Le concept est simple. Avec « bleu marine », l’idée évolue. « On met une couleur rajoutée à un prénom ; une façon plus romantique de dire qu’on est au FN », rapporte Jacques Olivier, ancien responsable de l'Atelier de propagande du FN. Ce qui doit être considéré comme une simple étiquette électorale représente, pourtant, bien une étape de transition. L’objectif du RBM, rapporte l’article 2 de ses statuts (19 septembre 2012) est de « rassembler l’ensemble des patriotes attachés à la souveraineté du peuple français et au respect des valeurs de la République française. Peuvent y adhérer des personnes physiques ou morales, ainsi que des partis ou groupements politiques ». Des personnalités d’horizons divers rejoignent, dans un premier temps, la structure mariniste.

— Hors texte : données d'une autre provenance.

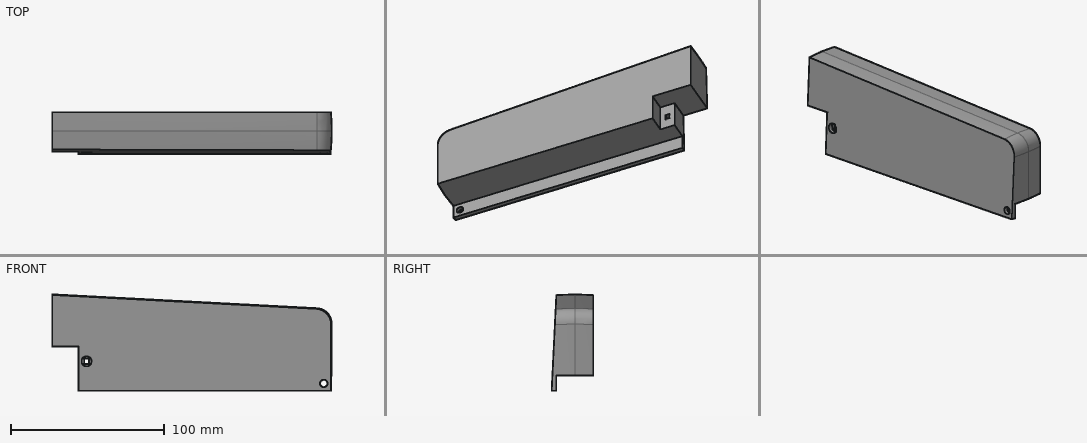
import cadquery as cq
import math

length = 182.1
depth = 27.3
height = 63.0

slope_angle = 3.0
draft_angle = 2.8
corner_radius = 10.4
crown_height = 0.5
rim_thickness = 7.3

flange_height = 10.0
flange_thickness = 3.1

notch_length = 17.1
notch_height = 29.0
pocket_length = 27.3

screw_x = 22.4
screw_z = 19.3
counterbore_diameter = 6.5
counterbore_depth = 3.6
bridge_step = 0.4
screw_slot_height = 3.5
screw_slot_width = 3.0

flange_hole_x = 176.8
flange_hole_z = 5.0
flange_hole_diameter = 4.7

slope = math.tan(math.radians(slope_angle))
front_top_y = height * math.tan(math.radians(draft_angle))
crown_y = (front_top_y + depth) / 2
crown_half_width = depth - crown_y
crown_radius = (crown_half_width**2 + crown_height**2) / (2 * crown_height)
overrun = 3.6


def crown_drop(y):
    """Drop of the crowned surface below its ridge at depth position y."""
    return crown_radius - math.sqrt(crown_radius**2 - (y - crown_y) ** 2)


def ridge_height(x):
    """Height of the sloping ridge before the corner is rounded."""
    return height - slope * x


def crowned_rim():
    """Crowned strip that follows the top, the rounded corner and the +X end."""
    turn = math.radians(90 - slope_angle)
    tangent_length = corner_radius * math.tan(turn / 2)
    corner_z = ridge_height(length)
    arc_start = (
        length - tangent_length * math.cos(math.radians(slope_angle)),
        corner_z + tangent_length * math.sin(math.radians(slope_angle)),
    )
    arc_end = (length, corner_z - tangent_length)
    center_x = length - corner_radius
    center_z = arc_end[1]
    mid_angle = turn / 2
    arc_middle = (
        center_x + corner_radius * math.cos(mid_angle),
        center_z + corner_radius * math.sin(mid_angle),
    )
    start_z = ridge_height(-overrun)
    front_middle = crown_y / 2
    rear_middle = (crown_y + depth) / 2
    path = (
        cq.Workplane("XZ")
        .moveTo(-overrun, start_z)
        .lineTo(*arc_start)
        .threePointArc(arc_middle, arc_end)
        .lineTo(length, -overrun)
    )
    section = (
        cq.Workplane("YZ", origin=(-overrun, 0, start_z))
        .moveTo(0, -rim_thickness)
        .lineTo(0, -crown_drop(0))
        .threePointArc((front_middle, -crown_drop(front_middle)), (crown_y, 0))
        .threePointArc((rear_middle, -crown_drop(rear_middle)), (depth, -crown_drop(depth)))
        .lineTo(depth, -rim_thickness)
        .close()
    )
    return section.sweep(path)


def core():
    """Flat-sided block that fills the space inside the rim."""
    inset = (rim_thickness + crown_drop(0)) / 2
    right = length - inset
    return (
        cq.Workplane("XZ", origin=(0, depth, 0))
        .moveTo(0, 0)
        .lineTo(right, 0)
        .lineTo(right, ridge_height(length) - corner_radius)
        .lineTo(length - corner_radius, ridge_height(length) - inset)
        .lineTo(0, height - inset)
        .close()
        .extrude(depth)
    )


def envelope():
    """Cross-section with the leaning front and the flange, along the full length."""
    top = height + overrun
    return (
        cq.Workplane("YZ")
        .moveTo(0, 0)
        .lineTo(flange_thickness, 0)
        .lineTo(flange_thickness, flange_height)
        .lineTo(depth, flange_height)
        .lineTo(depth, top)
        .lineTo(top * math.tan(math.radians(draft_angle)), top)
        .close()
        .extrude(length)
    )


def end_cutouts():
    """Notch under the -X end and the deeper pocket in its rear half."""
    notch = cq.Workplane("XY").box(notch_length, depth, notch_height, centered=False)
    pocket = (
        cq.Workplane("XY", origin=(0, crown_y, 0))
        .box(pocket_length, depth - crown_y, notch_height, centered=False)
    )
    return notch.union(pocket)


def screw_hole():
    """Round counterbore that narrows to a flat-sided slot, then to a rectangular hole."""
    plane = cq.Workplane("XZ", origin=(screw_x, 0, screw_z))
    counterbore = plane.circle(counterbore_diameter / 2).extrude(-counterbore_depth)
    slot = (
        plane.circle(counterbore_diameter / 2)
        .extrude(-counterbore_depth - bridge_step)
        .intersect(plane.rect(counterbore_diameter, screw_slot_height).extrude(-depth))
    )
    through = plane.rect(screw_slot_width, screw_slot_height).extrude(-depth)
    return counterbore.union(slot).union(through)


def flange_hole():
    """Round hole through the flange near the +X end."""
    return (
        cq.Workplane("XZ", origin=(flange_hole_x, 0, flange_hole_z))
        .circle(flange_hole_diameter / 2)
        .extrude(-depth)
    )


result = (
    core()
    .union(crowned_rim())
    .intersect(envelope())
    .cut(end_cutouts())
    .cut(screw_hole())
    .cut(flange_hole())
)

Mi-janvier 2012, Louis Aliot dépose le nom « Alliance pour un rassemblement national » à l’INPI (Institut national de la propriété industrielle). En même temps, le vice-président du FN, chargé de la formation et des manifestations, se dit « partagé sur le changement de nom » et, même, plutôt défavorable. Pourquoi ? Beaucoup ont conscience de la pertinence de l’étiquette FN, rattachée au patronyme Le Pen ; une configuration unique dans l'histoire politique française. Et ils savent que les deux lettres FN peuvent être, à elles seules, garantes du vote.

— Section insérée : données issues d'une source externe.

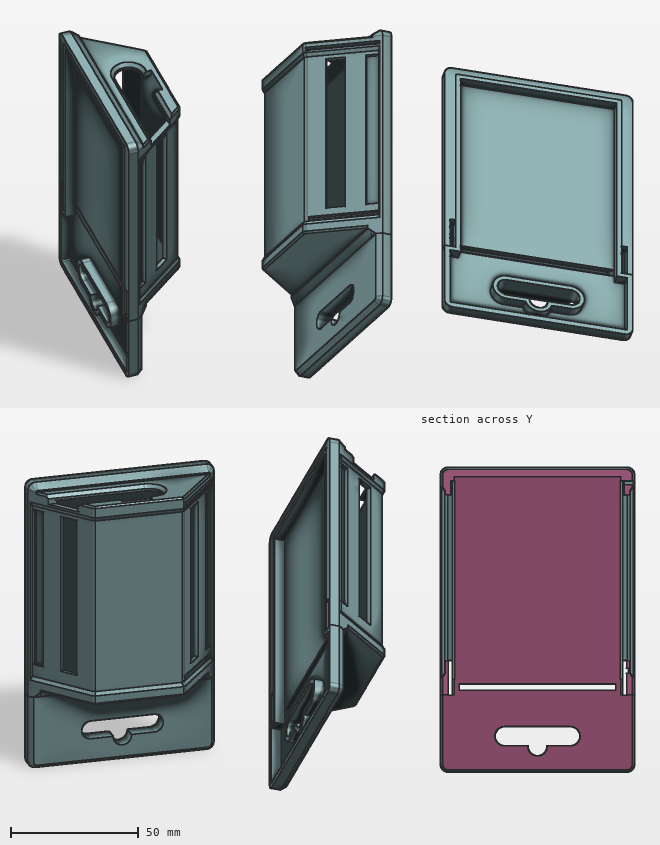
import cadquery as cq
import math


PLATE_WIDTH = 76.0
PLATE_HEIGHT = 119.4
PLATE_CORNER_RADIUS = 3.1
PLATE_EDGE = 3.9
PLATE_THICKNESS = 7.0
WALL = 1.9

BOX_DEPTH = 29.0
BOX_REAR_HALF = 18.5
BOX_BOTTOM = 33.3
BOX_TOP = 116.3
EDGE_CHAMFER = 0.7
REAR_CORNER_DEPTH = 0.8
REAR_CORNER_WIDTH = 1.1
CAVITY_BOTTOM = 36.4
CAVITY_TOP = 113.9
SLOPE = (PLATE_WIDTH / 2 - BOX_REAR_HALF) / (BOX_DEPTH - PLATE_EDGE)
NORMAL_LENGTH = math.hypot(1, SLOPE)

WAIST_DEPTH = 0.78
WAIST_CHAMFER = 1.5
WAIST_BOTTOM = 37.1
WAIST_TOP = 111.6
WAIST_FRONT = 4.8
CAVITY_INSET = WAIST_DEPTH + WALL
CAVITY_REAR = BOX_DEPTH - CAVITY_INSET

WINDOW_BOTTOM = 43.7
WINDOW_TOP = 108.5
WINDOW_FRONT = 15.4
WINDOW_REAR = 21.6
POCKET_REAR = 8.8
POCKET_DEPTH = 1.5
UPPER_SLIT_HEIGHT = 1.3
UPPER_SLIT_REAR = 28.2
LOWER_SLIT_BOTTOM = 38.8
LOWER_SLIT_TOP = 39.8
REBATE_TOP = 40.6
REBATE_REAR = 27.0

MOUTH_Y = 17.3
MOUTH_END_X = -7.3
MOUTH_RADIUS = 5.6
MOUTH_CHAMFER = 1.4
MOUTH_FLOOR = 112.6
NOTCH_HALF = 6.1

LID_THICKNESS = 6.1
LID_POCKET = 4.0
LID_BEVEL = LID_THICKNESS - PLATE_EDGE
LID_HALF = 33.4
LID_TOP = 116.6
SHOULDER = 30.2
FOOT_TOP = 32.7
LOWER_RIM = 2.3
LOWER_RIM_CHAMFER = 0.5
INNER_RADIUS = 0.6
STEP_Z = SHOULDER - WALL
LATCH_TOP = 43.7
LATCH_HALF = PLATE_WIDTH / 2 - LOWER_RIM
VENT_BOTTOM = 31.3
VENT_TOP = 34.5

HANGER_Z = 14.1
HANGER_HALF_SPAN = 12.9
HANGER_RADIUS = 3.7
HANGER_NOTCH_Z = 10.1


def block(x0, x1, y0, y1, z0, z1):
    """Box between two opposite corners."""
    return cq.Workplane("XY").box(x1 - x0, y1 - y0, z1 - z0, centered=False).translate((x0, y0, z0))


def front_sketch(y=0.0):
    """Workplane at depth y with axes X and Z; a negative extrusion runs toward the back."""
    return cq.Workplane("XZ", origin=(0, y, 0))


def half_width(y, inset=0.0):
    """Half width of the box at depth y, with the sloped walls moved inward by inset."""
    return PLATE_WIDTH / 2 - SLOPE * (y - PLATE_EDGE) - inset * NORMAL_LENGTH


def trapezoid(inset, y_front):
    """Corner points of the box section, inset from its sloped walls and back, rear corners trimmed."""
    y_rear = BOX_DEPTH - inset
    y_corner = y_rear - REAR_CORNER_DEPTH
    front = half_width(y_front, inset)
    corner = half_width(y_corner, inset)
    rear = corner - REAR_CORNER_WIDTH
    return [
        (-front, y_front), (front, y_front), (corner, y_corner),
        (rear, y_rear), (-rear, y_rear), (-corner, y_corner),
    ]


def prism(inset, y_front, z0, z1):
    """Straight length of box section from z0 to z1."""
    return cq.Workplane("XY", origin=(0, 0, z0)).polyline(trapezoid(inset, y_front)).close().extrude(z1 - z0)


def flare(inset_low, inset_high, y_front, z0, z1):
    """Transition between two box sections."""
    return (
        cq.Workplane("XY", origin=(0, 0, z0))
        .polyline(trapezoid(inset_low, y_front)).close()
        .workplane(offset=z1 - z0)
        .polyline(trapezoid(inset_high, y_front)).close()
        .loft(ruled=True)
    )


def waisted_prism():
    """Outer shape of the box, with the waist between its end flanges."""
    low = WAIST_BOTTOM + WAIST_CHAMFER
    high = WAIST_TOP - WAIST_CHAMFER
    return (
        prism(0, PLATE_EDGE, BOX_BOTTOM, WAIST_BOTTOM)
        .union(flare(0, WAIST_DEPTH, PLATE_EDGE, WAIST_BOTTOM, low))
        .union(prism(WAIST_DEPTH, PLATE_EDGE, low, high))
        .union(flare(WAIST_DEPTH, 0, PLATE_EDGE, high, WAIST_TOP))
        .union(prism(0, PLATE_EDGE, WAIST_TOP, BOX_TOP))
    )


def plate(thickness):
    """Full rounded plate whose rear part tapers with the slope of the box walls."""
    outline = cq.Sketch().rect(PLATE_WIDTH, PLATE_HEIGHT).vertices().fillet(PLATE_CORNER_RADIUS)
    facing_back = cq.Plane(origin=(0, 0, PLATE_HEIGHT / 2), xDir=(1, 0, 0), normal=(0, 1, 0))
    edge = cq.Workplane(facing_back).placeSketch(outline).extrude(PLATE_EDGE)
    taper_angle = math.degrees(math.atan(SLOPE))
    back = (
        cq.Workplane(facing_back).workplane(offset=PLATE_EDGE).placeSketch(outline)
        .extrude(thickness - PLATE_EDGE, taper=taper_angle)
    )
    return edge.union(back)


def lid_insert():
    """Upper part of the lid, also the shape of its seat in the housing."""
    insert = block(-LID_HALF, LID_HALF, 0, LID_THICKNESS, SHOULDER, LID_TOP)
    rounded = insert.edges("|Y and >Z").fillet(INNER_RADIUS)
    return insert.faces(">Y").edges("<X or >X or >Z").chamfer(LID_BEVEL).intersect(rounded)


def both_sides(cutter):
    """The cutter together with its mirror image across the middle of the part."""
    return cutter.union(cutter.mirror("YZ"))


def wall_cutter(y_front, y_rear, z0, z1, depth):
    """Cut square to the +X waist wall, from y_front to y_rear on its outer face."""
    normal_x = 1 / NORMAL_LENGTH
    normal_y = SLOPE / NORMAL_LENGTH
    points = []
    for y, reach in ((y_front, WALL), (y_rear, WALL), (y_rear, -depth), (y_front, -depth)):
        points.append((half_width(y, WAIST_DEPTH) + reach * normal_x, y + reach * normal_y))
    return cq.Workplane("XY", origin=(0, 0, z0)).polyline(points).close().extrude(z1 - z0)


def mouth_outline(plane, radius):
    """Slot with one round end that runs out through the +X wall."""
    far = PLATE_WIDTH / 2
    return (
        plane.moveTo(far, MOUTH_Y + radius)
        .lineTo(MOUTH_END_X, MOUTH_Y + radius)
        .threePointArc((MOUTH_END_X - radius, MOUTH_Y), (MOUTH_END_X, MOUTH_Y - radius))
        .lineTo(far, MOUTH_Y - radius)
        .close()
    )


def mouth():
    """Top opening: chamfered slot plus a straight notch toward the back."""
    slot = mouth_outline(cq.Workplane("XY", origin=(0, 0, MOUTH_FLOOR)), MOUTH_RADIUS)
    slot = slot.extrude(BOX_TOP - MOUTH_FLOOR)
    rim = mouth_outline(cq.Workplane("XY", origin=(0, 0, BOX_TOP - MOUTH_CHAMFER)), MOUTH_RADIUS)
    rim = mouth_outline(rim.workplane(offset=MOUTH_CHAMFER), MOUTH_RADIUS + MOUTH_CHAMFER).loft(ruled=True)
    notch = block(-NOTCH_HALF, NOTCH_HALF, MOUTH_Y, CAVITY_REAR, CAVITY_TOP - WALL, BOX_TOP)
    return slot.union(rim).union(notch)


def latch_slots():
    """Slots beside the lid, closed at the back by the slope of the box wall."""
    inner_wall_front = half_width(0, WALL)
    points = [
        (LID_HALF, 0),
        (LATCH_HALF, 0),
        (LATCH_HALF, (inner_wall_front - LATCH_HALF) / SLOPE),
        (LID_HALF, (inner_wall_front - LID_HALF) / SLOPE),
    ]
    slot = cq.Workplane("XY", origin=(0, 0, SHOULDER)).polyline(points).close().extrude(LATCH_TOP - SHOULDER)
    return both_sides(slot)


def wall_slit(y_rear, z0, z1):
    """Narrow slit through the -X sloped wall, as far as the rear corner of the cavity."""
    x_inner = half_width(CAVITY_REAR, CAVITY_INSET)
    return block(-PLATE_WIDTH / 2, -x_inner, WAIST_FRONT, y_rear, z0, z1)


def foot():
    """Sloped foot joining the lower flange to the plate."""
    y_top = LID_THICKNESS + FOOT_TOP - SHOULDER
    points = [
        (PLATE_EDGE, SHOULDER),
        (LID_THICKNESS, SHOULDER),
        (y_top, FOOT_TOP),
        (y_top, BOX_BOTTOM + EDGE_CHAMFER),
        (PLATE_EDGE, BOX_BOTTOM + EDGE_CHAMFER),
    ]
    profile = cq.Workplane("YZ", origin=(-PLATE_WIDTH / 2, 0, 0)).polyline(points).close()
    return profile.extrude(PLATE_WIDTH).intersect(prism(0, PLATE_EDGE, SHOULDER, BOX_TOP))


def housing_shell():
    """Upper part of the plate with the waisted box on its back."""
    box = prism(0, PLATE_EDGE, BOX_BOTTOM, BOX_TOP)
    box = box.faces("<Z or >Z").edges("not <Y").chamfer(EDGE_CHAMFER)
    upper = block(-PLATE_WIDTH, PLATE_WIDTH, 0, BOX_DEPTH, BOX_BOTTOM, PLATE_HEIGHT)
    lower = block(-PLATE_WIDTH, PLATE_WIDTH, 0, LID_THICKNESS, SHOULDER, BOX_BOTTOM)
    body = plate(PLATE_THICKNESS).intersect(upper.union(lower)).union(box).union(foot())
    around = block(-PLATE_WIDTH, PLATE_WIDTH, WAIST_FRONT, 2 * BOX_DEPTH, CAVITY_BOTTOM, CAVITY_TOP)
    return body.cut(around.cut(waisted_prism()))


def cavity():
    """Sharp-cornered hollow inside the box, open to the lid seat."""
    front = half_width(PLATE_EDGE, CAVITY_INSET)
    rear = half_width(CAVITY_REAR, CAVITY_INSET)
    points = [(-front, PLATE_EDGE), (front, PLATE_EDGE), (rear, CAVITY_REAR), (-rear, CAVITY_REAR)]
    section = cq.Workplane("XY", origin=(0, 0, CAVITY_BOTTOM)).polyline(points).close()
    return section.extrude(CAVITY_TOP - CAVITY_BOTTOM)


def make_housing():
    """Upper plate and hollow box, with the seat for the lid in its front."""
    body = housing_shell().cut(cavity())
    body = body.cut(lid_insert()).cut(latch_slots()).cut(mouth())
    window = wall_cutter(WINDOW_FRONT, WINDOW_REAR, WINDOW_BOTTOM, WINDOW_TOP, 2 * WALL)
    pocket = wall_cutter(WAIST_FRONT, POCKET_REAR, WINDOW_BOTTOM, WINDOW_TOP, POCKET_DEPTH)
    body = body.cut(both_sides(window)).cut(both_sides(pocket))
    rebate = wall_cutter(WAIST_FRONT, REBATE_REAR, LOWER_SLIT_BOTTOM, REBATE_TOP, POCKET_DEPTH)
    body = body.cut(rebate.mirror("YZ"))
    body = body.cut(wall_slit(CAVITY_REAR, LOWER_SLIT_BOTTOM, LOWER_SLIT_TOP))
    return body.cut(wall_slit(UPPER_SLIT_REAR, CAVITY_TOP - UPPER_SLIT_HEIGHT, CAVITY_TOP))


def hanger(radius, depth):
    """Keyhole prism: a wide slot with a round notch under its middle."""
    span = 2 * (HANGER_HALF_SPAN + radius)
    slot = front_sketch().center(0, HANGER_Z).slot2D(span, 2 * radius).extrude(-depth)
    notch = front_sketch().center(0, HANGER_NOTCH_Z).circle(radius).extrude(-depth)
    return slot.union(notch)


def tray_pocket():
    """Shallow pocket in the front of the lid, wider below the shoulders."""
    lower = block(-LATCH_HALF, LATCH_HALF, 0, LID_POCKET, LOWER_RIM, STEP_Z)
    rounded = lower.edges("|Y and <Z").fillet(INNER_RADIUS)
    lower = lower.faces(">Y").edges("<Z").chamfer(LOWER_RIM_CHAMFER).intersect(rounded)
    inner_half = LID_HALF - WALL
    return lower.union(block(-inner_half, inner_half, 0, LID_POCKET, STEP_Z, LID_TOP - WALL))


def vent():
    """Slot across the lid, tapering toward the back at its lower edge and its ends."""
    taper = LID_THICKNESS - LID_POCKET
    half = LID_HALF - WALL
    height = VENT_TOP - VENT_BOTTOM
    rear_height = height - taper
    return (
        front_sketch(LID_POCKET).center(0, VENT_TOP - height / 2).rect(2 * half, height)
        .workplane(offset=-taper).center(0, taper / 2).rect(2 * (half - taper), rear_height)
        .loft(ruled=True)
    )


def make_lid():
    """Tray that fills the housing front and continues below it with the keyhole hanger."""
    below = block(-PLATE_WIDTH, PLATE_WIDTH, 0, LID_THICKNESS, 0, SHOULDER)
    body = plate(LID_THICKNESS).intersect(below).union(lid_insert())
    body = body.cut(tray_pocket()).cut(vent())
    body = body.union(hanger(HANGER_RADIUS + WALL, LID_THICKNESS))
    return body.cut(hanger(HANGER_RADIUS, LID_THICKNESS))


housing = make_housing()
lid = make_lid()
result = cq.Compound.makeCompound([housing.val(), lid.val()])

Début avril 2015, Joffrey Bollée, le directeur de cabinet de Florian Philippot, dépose le nom « Les Patriotes ». Il justifie sa démarche dans un Tweet (5 mai 2015). « Bcp d'agitation pour rien. Le nom Les Patriotes n'a été déposé que pour protéger un nom que l'on utilise déjà » avec le réseau social du FN, lespatriotes.net.

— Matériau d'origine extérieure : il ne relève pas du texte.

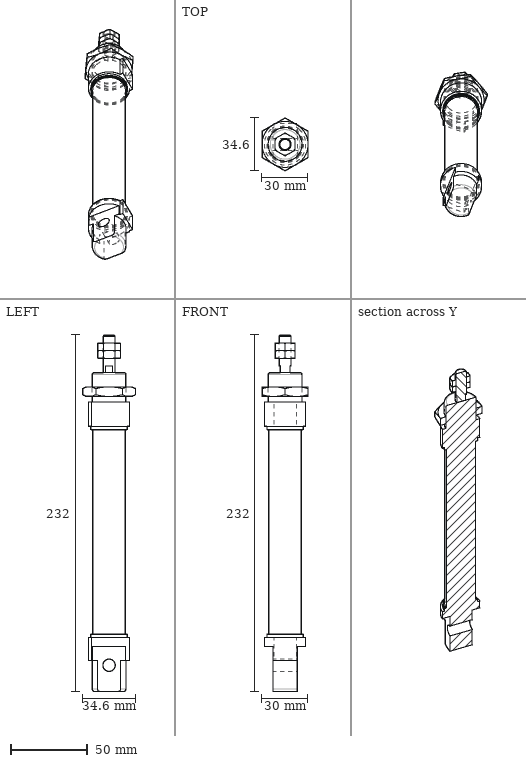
import cadquery as cq


total_height = 232.0
collar_top = 207.6
front_cap_top = 188.5
front_cap_bottom = 172.5
rear_cap_top = 35.3
tongue_flat_top = 29.2
rear_cap_bottom = 20.2

barrel_diameter = 21.3
cap_diameter = 27.0
crimp_ring_diameter = 24.0
crimp_ring_height = 2.3
crimp_ring_chamfer = 0.5
collar_diameter = 22.0
collar_fillet = 1.5
port_pad_width = 14.5
tongue_diameter = 22.0
tongue_thickness = 16.0
tongue_end_fillet = 1.6
pivot_hole_diameter = 8.0
pivot_hole_height = 17.2

rod_diameter = 8.0
rod_tip_chamfer_width = 0.58
rod_tip_chamfer_height = 1.0
rod_flat_spacing = 6.5
rod_flat_top = 212.0

mounting_nut_width = 30.0
mounting_nut_bottom = 192.0
mounting_nut_height = 6.3
mounting_nut_chamfer = 1.2
rod_nut_width = 13.0
rod_nut_stack_bottom = 217.0
rod_nut_stack_height = 10.0
rod_nut_count = 2
rod_nut_chamfer = 0.2
rod_nut_face_diameter = 14.0

corner_ratio = 2 / 3**0.5


def cylinder(diameter, bottom, top):
    return cq.Workplane("XY").workplane(offset=bottom).circle(diameter / 2).extrude(top - bottom)


def hex_prism(width, bottom, height):
    prism = cq.Workplane("XY").polygon(6, width * corner_ratio).extrude(height)
    return prism.rotate((0, 0, 0), (0, 0, 1), 30).translate((0, 0, bottom))


def side_flats_cutter(spacing, bottom, top):
    """Two blocks that leave only the material within the spacing along X."""
    size = 2 * cap_diameter
    height = top - bottom
    offset = (spacing + size) / 2
    return (
        cq.Workplane("XY")
        .workplane(offset=bottom)
        .pushPoints([(-offset, 0), (offset, 0)])
        .rect(size, size)
        .extrude(height)
    )


def make_cap(bottom, top):
    """Round cap with a flat port pad on its +Y side."""
    pad_depth = cap_diameter / 2
    pad = (
        cq.Workplane("XY")
        .workplane(offset=bottom)
        .center(0, pad_depth / 2)
        .rect(port_pad_width, pad_depth)
        .extrude(top - bottom)
    )
    return cylinder(cap_diameter, bottom, top).union(pad)


def make_collar():
    collar = cylinder(collar_diameter, front_cap_top, collar_top)
    return collar.faces(">Z").edges().fillet(collar_fillet)


def make_crimp_rings():
    """Rings where the barrel enters the caps, chamfered on the barrel side."""
    front = cylinder(crimp_ring_diameter, front_cap_bottom - crimp_ring_height, front_cap_bottom)
    rear = cylinder(crimp_ring_diameter, rear_cap_top, rear_cap_top + crimp_ring_height)
    front = front.faces("<Z").chamfer(crimp_ring_chamfer)
    rear = rear.faces(">Z").chamfer(crimp_ring_chamfer)
    return front.union(rear)


def make_rear_end():
    """Rear cap and the pivot tongue below it, flattened together on the X sides."""
    tongue = cylinder(tongue_diameter, 0, rear_cap_bottom).faces("<Z").edges().fillet(tongue_end_fillet)
    pivot_hole = (
        cq.Workplane("YZ")
        .center(0, pivot_hole_height)
        .circle(pivot_hole_diameter / 2)
        .extrude(cap_diameter, both=True)
    )
    return (
        make_cap(rear_cap_bottom, rear_cap_top)
        .union(tongue)
        .cut(side_flats_cutter(tongue_thickness, 0, tongue_flat_top))
        .cut(pivot_hole)
    )


def make_housing():
    return (
        cylinder(barrel_diameter, rear_cap_top, front_cap_bottom)
        .union(make_crimp_rings())
        .union(make_cap(front_cap_bottom, front_cap_top))
        .union(make_collar())
        .union(make_rear_end())
    )


def make_rod():
    """Piston rod with wrench flats just above the collar."""
    rod = cylinder(rod_diameter, collar_top, total_height)
    rod = rod.faces(">Z").chamfer(rod_tip_chamfer_height, rod_tip_chamfer_width)
    return rod.cut(side_flats_cutter(rod_flat_spacing, collar_top, rod_flat_top))


def make_nut(width, bottom, height, bore_diameter, face_diameter, chamfer_height):
    """Hexagon nut whose corners are chamfered at both ends, down to a round face."""
    top = bottom + height
    corner_diameter = width * corner_ratio
    chamfer_width = (corner_diameter - face_diameter) / 2
    corner_envelope = (
        cylinder(corner_diameter, bottom, top)
        .faces(">Z").chamfer(chamfer_height, chamfer_width)
        .faces("<Z").chamfer(chamfer_height, chamfer_width)
    )
    bore = cylinder(bore_diameter, bottom, top)
    return hex_prism(width, bottom, height).intersect(corner_envelope).cut(bore)


def make_mounting_nut():
    return make_nut(
        mounting_nut_width,
        mounting_nut_bottom,
        mounting_nut_height,
        collar_diameter,
        mounting_nut_width,
        mounting_nut_chamfer,
    )


def make_rod_nut(bottom, height):
    return make_nut(
        rod_nut_width, bottom, height, rod_diameter, rod_nut_face_diameter, rod_nut_chamfer
    )


housing = make_housing()
rod = make_rod()
mounting_nut = make_mounting_nut()

rod_nut_height = rod_nut_stack_height / rod_nut_count
rod_nuts = []
for index in range(rod_nut_count):
    nut_bottom = rod_nut_stack_bottom + index * rod_nut_height
    rod_nuts.append(make_rod_nut(nut_bottom, rod_nut_height).val())

result = cq.Compound.makeCompound([housing.val(), rod.val(), mounting_nut.val(), *rod_nuts])

« Des nouveaux statuts pour un nouvel élan »

L’intitulé du communiqué de presse du FN, daté du 12 juin, est significatif. Le Bureau politique du FN a fixé l’ordre du jour de « l’assemblée générale extraordinaire » convoquée début juillet. Il doit porter sur « la refondation des statuts du mouvement ». Ce projet sera soumis au vote des adhérents et leurs réponses connues aux alentours du 10 juillet.

Les nouveaux statuts du FN renforcent la « représentation des élus locaux et nationaux (en créant notamment un Conseil des élus locaux), favorisent la démocratie interne (en prévoyant une procédure de référendum consultatif interne), assouplissent les conditions de candidature à la présidence du Front National, redéfinissent les organes directeurs du mouvement (notamment par la suppression du statut de ''président d’honneur'') et précisent leurs rôles respectifs. Enfin, et de manière plus générale, cette rénovation du mouvement mettra en adéquation son organisation interne avec la nouvelle dimension politique et électorale qu’il a prise ».

Parmi ces quelques lignes, celles concernant Jean-Marie Le Pen sont centrales. Et le résultat semble connu d'avance. En tout cas, c'est l'idée qu'on affiche au FN. Florian Philippot disait récemment que la « page est tournée depuis très longtemps pour les électeurs, sympathisants et adhérents du FN. La crise, pour nous, c’est du passé ». La disparition de la fonction de président d'honneur, créée pour un homme et pour la circonstance, paraît évidente.

Le 14 juin 2015, Marine Le Pen déclare sur BFMTV qu'elle est « en train d'écrire le prochain chapitre de l'histoire du Front national qui, (elle) l'espère, sera victorieux ! ». Deux jours plus tard, le groupe FN est créé au Parlement européen... sans Jean-Marie Le Pen. La mise à mort politique du lepénisme a été, certes, progressive. Elle s'approche, aujourd'hui, de l'étape ultime.

Cela fait un bon moment que Jean-Marie Le Pen se dit totalement opposé au changement de nom du FN, conscient de la portée d'une telle mesure. Aujourd'hui, cette décision mettrait à mal quatre décennies d’histoire et achèverait, en quelque sorte, le ripolinage du FN. Reste à insister sur une question de sémantique. Mises à part quelques contextualisations et changements stratégiques sur le plan du positionnement politique, le marinisme équivaut au lepénisme. Seul le nom change.